The opinion of the court was delivered by
Swayze, J.The plaintiff in error was convicted of murder in the first degree, and has elected to bring up the entire record under section 136 of the Criminal Procedure act. His counsel in the argument of the case urged a reversal upon the ground that the evidence must leave a reasonable doubt of the defendant’s guilt in every considerate mind, and relied upon our opinion in Kohl v. State, 30 Vroom 445. That case, however, was decided under the act of 1894. Gen. Stat., p. 1154, pl. 170. Lmder that act the Appellate Court was required to order a new trial if it appears in the record that the plaintiff in error suffered manifest wrong or injury upon the evidence adduced upon the trial. This act now appears as section 136 of the revised Criminal Procedure act (Pamph. L. 1898, p. 916), but the revisers were careful to omit the provision for a new trial where the injury arose upon the evidence adduced upon the trial below, and we have decided in a case arising under the revised act that we are no longer required to review the whole evidence. State v. Jaggers, 42 Vroom 281. Our right to review such injuries arose wholly out of this statutory provision, and with its repeal we are no longer authorized to review for such a cause.
*525Much of the argument on behalf of the plaintiff in error was directed to the admission and rejection of evidence.

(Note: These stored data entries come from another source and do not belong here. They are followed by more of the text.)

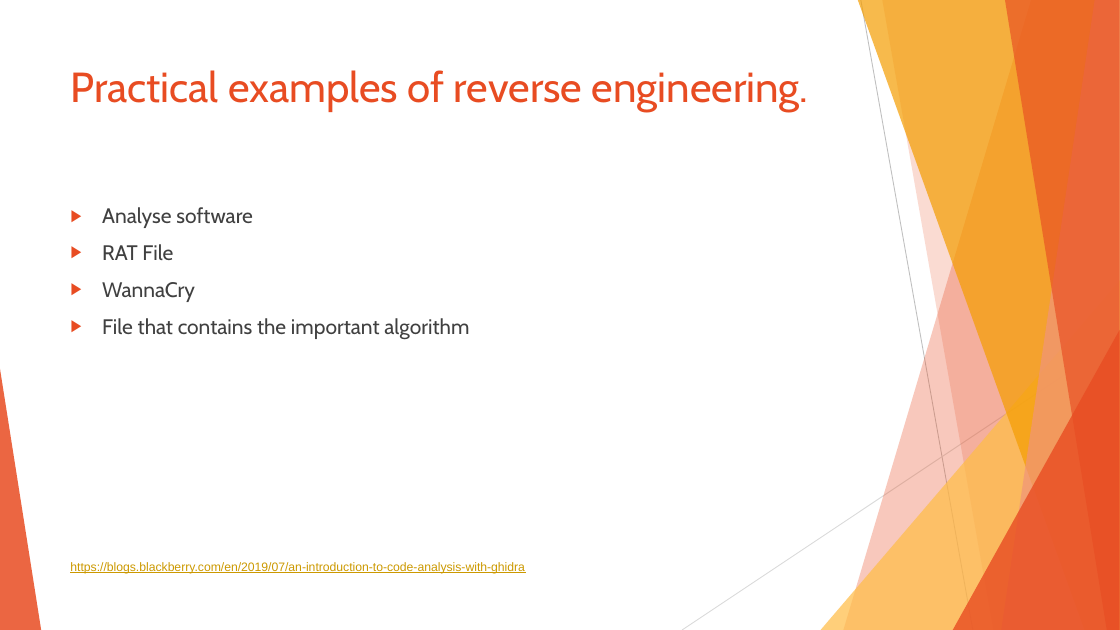
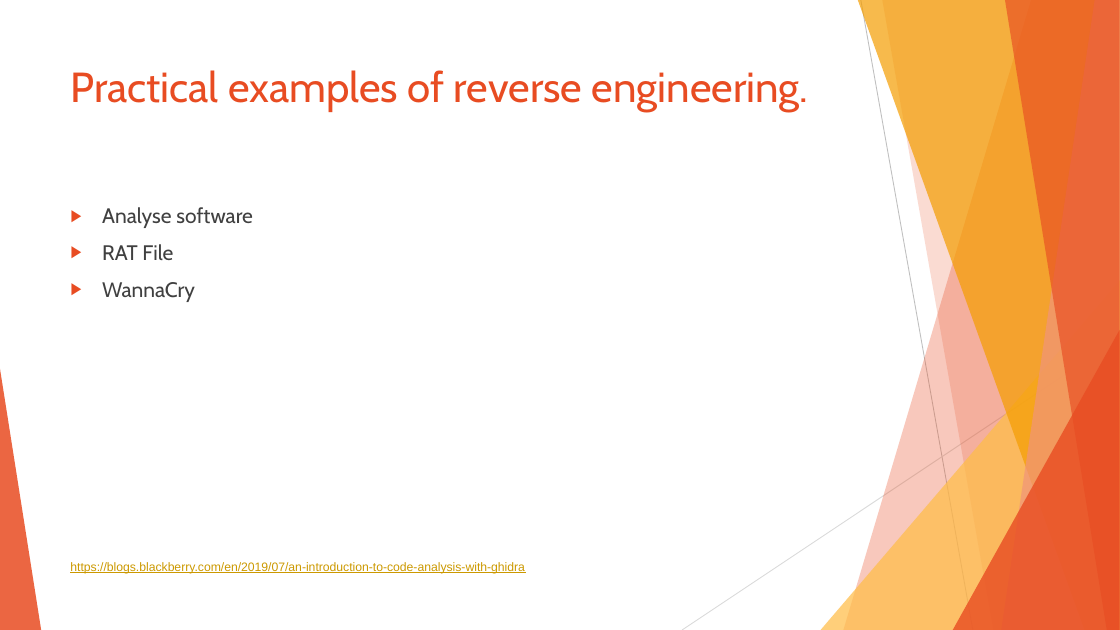
Before and after one commit to sebivenlo/ESDE-2022-Ghidra, a slide deck: slide 12 of Ghidra_Prep.pptx. Drawn at 1120x630 pixels with LibreOffice and Linux fonts; fonts in the diff are those of the drawing. Boxes give left, top, right and bottom in pixels: in the first picture for what was removed or moved away, otherwise in the second. Text is boxed around its words. In the diff, an @@ line names an element or a change of style, - is before the commit and + after.

```diff
--- a/Ghidra_Prep.pptx
+++ b/Ghidra_Prep.pptx
@@ text at (102,318,469,340): paragraph removed @@
-▶ File that contains the important algorithm
```
Also in this commit, not shown: 1 other file.
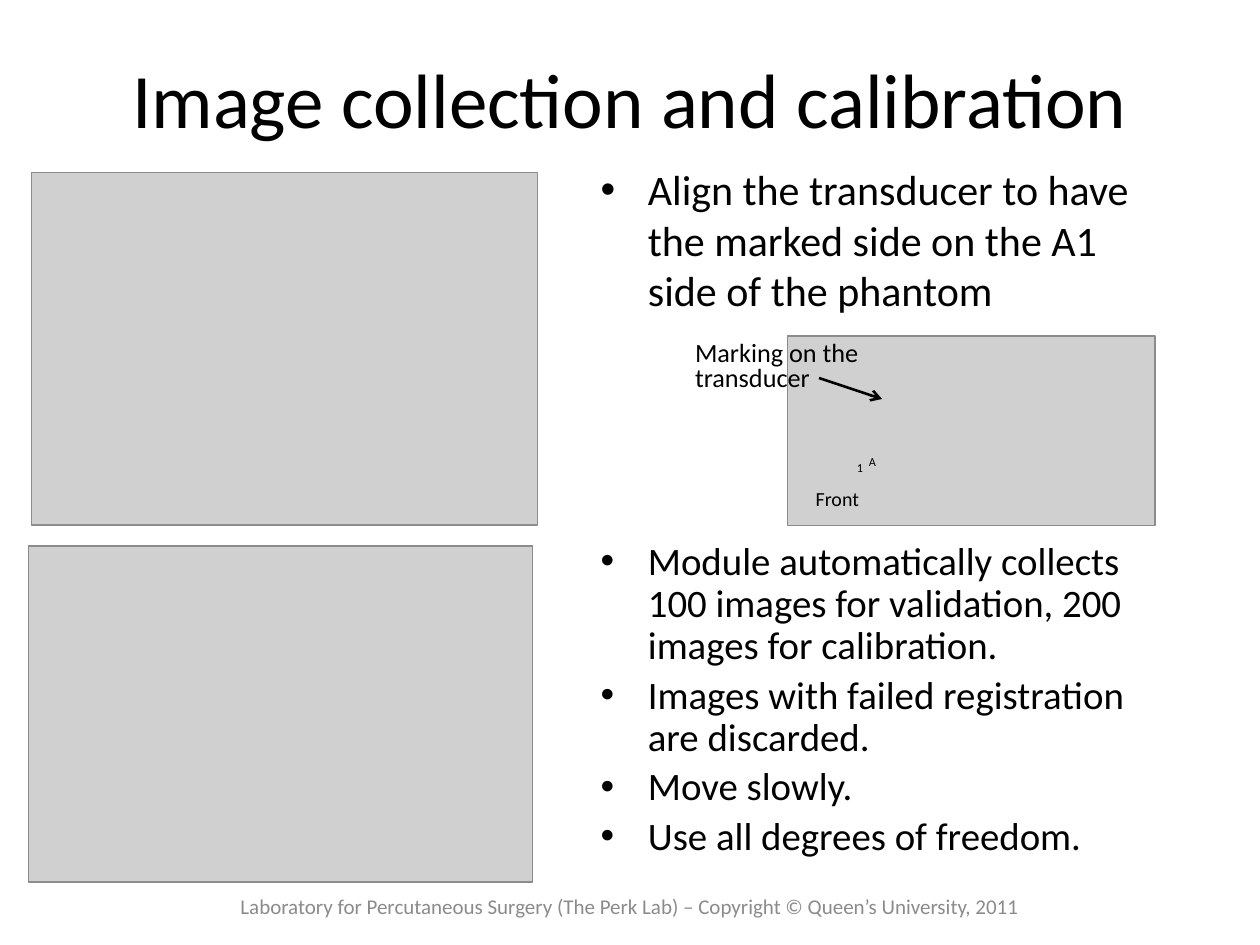
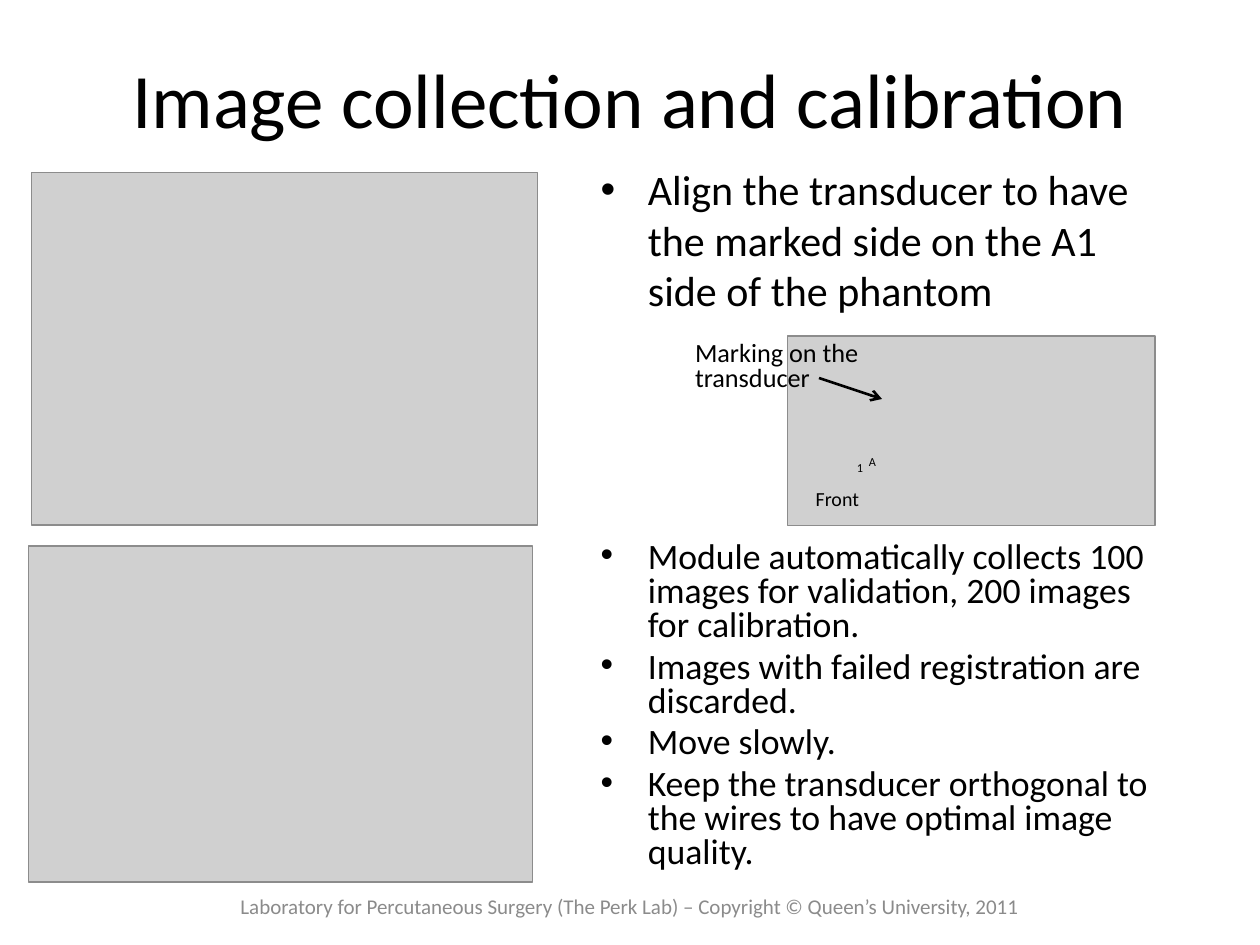
Before and after one commit to thewtex/Plus, a slide deck: slide 8 of doc/tutorials/PlusTutorialfCalCalibrationProcess.pptx. Drawn at 1260x945 pixels with LibreOffice and Linux fonts; fonts in the diff are those of the drawing; grey boxes stand for pictures. Boxes give left, top, right and bottom in pixels: in the first picture for what was removed or moved away, otherwise in the second. Text is boxed around its words. In the diff, an @@ line names an element or a change of style, - is before the commit and + after.

```diff
--- a/doc/tutorials/PlusTutorialfCalCalibrationProcess.pptx
+++ b/doc/tutorials/PlusTutorialfCalCalibrationProcess.pptx
@@ text at <box>648,544,1143,760</box>: size 22.2 to 20.4 pt in "Module automatically collects 100 images for validation, ...", "Images with failed registration are discarded.", "Move slowly."; line spacing 0.9 to 0.8 @@
@@ text at <box>648,771,1147,870</box>: text changed; size 22.2 to 20.4 pt @@
-• Use all degrees of freedom.
+• Keep the transducer orthogonal to the wires to have optimal image quality.
```
Also in this commit, not shown: 2 other slides changed, 3 other files.

These alleged errors are supposed to be covered by general reasons that the judge rejected legal evidence and admitted illegal evidence. The Criminal Procedure act, by section 137, which was inserted in the act by the revisers in 1898, requires that in all cases where the plaintiff in error shall elect to take up the entire record with his writ of error, he shall specify the causes in the record relied upon for relief or reversal and shall serve a copy of the causes so relied upon, on the attorney-general or prosecutor of the pleas. The object of this section is plain. It was to apprise the court and the counsel for the state of the cause for reversal with sufficient precision to make the point intelligible. It should, therefore, where the objection is to the admission or rejection of evidence, point out the precise evidence which was erroneously admitted and the precise offer which was erroneously rejected. If this is not done it becomes incumbent upon the counsel for the state and the court to examine the whole of a record which may be very voluminous, and the object of the act is not achieved. We think the causes as assigned in this case are too general to avail the plaintiff in error. We have, however, in favorem vitos, examined the particular points of which complaint is made in the brief for the plaintiff in error, and do not find that he has suffered manifest wrong or injury either in the admission or rejection of this testimony.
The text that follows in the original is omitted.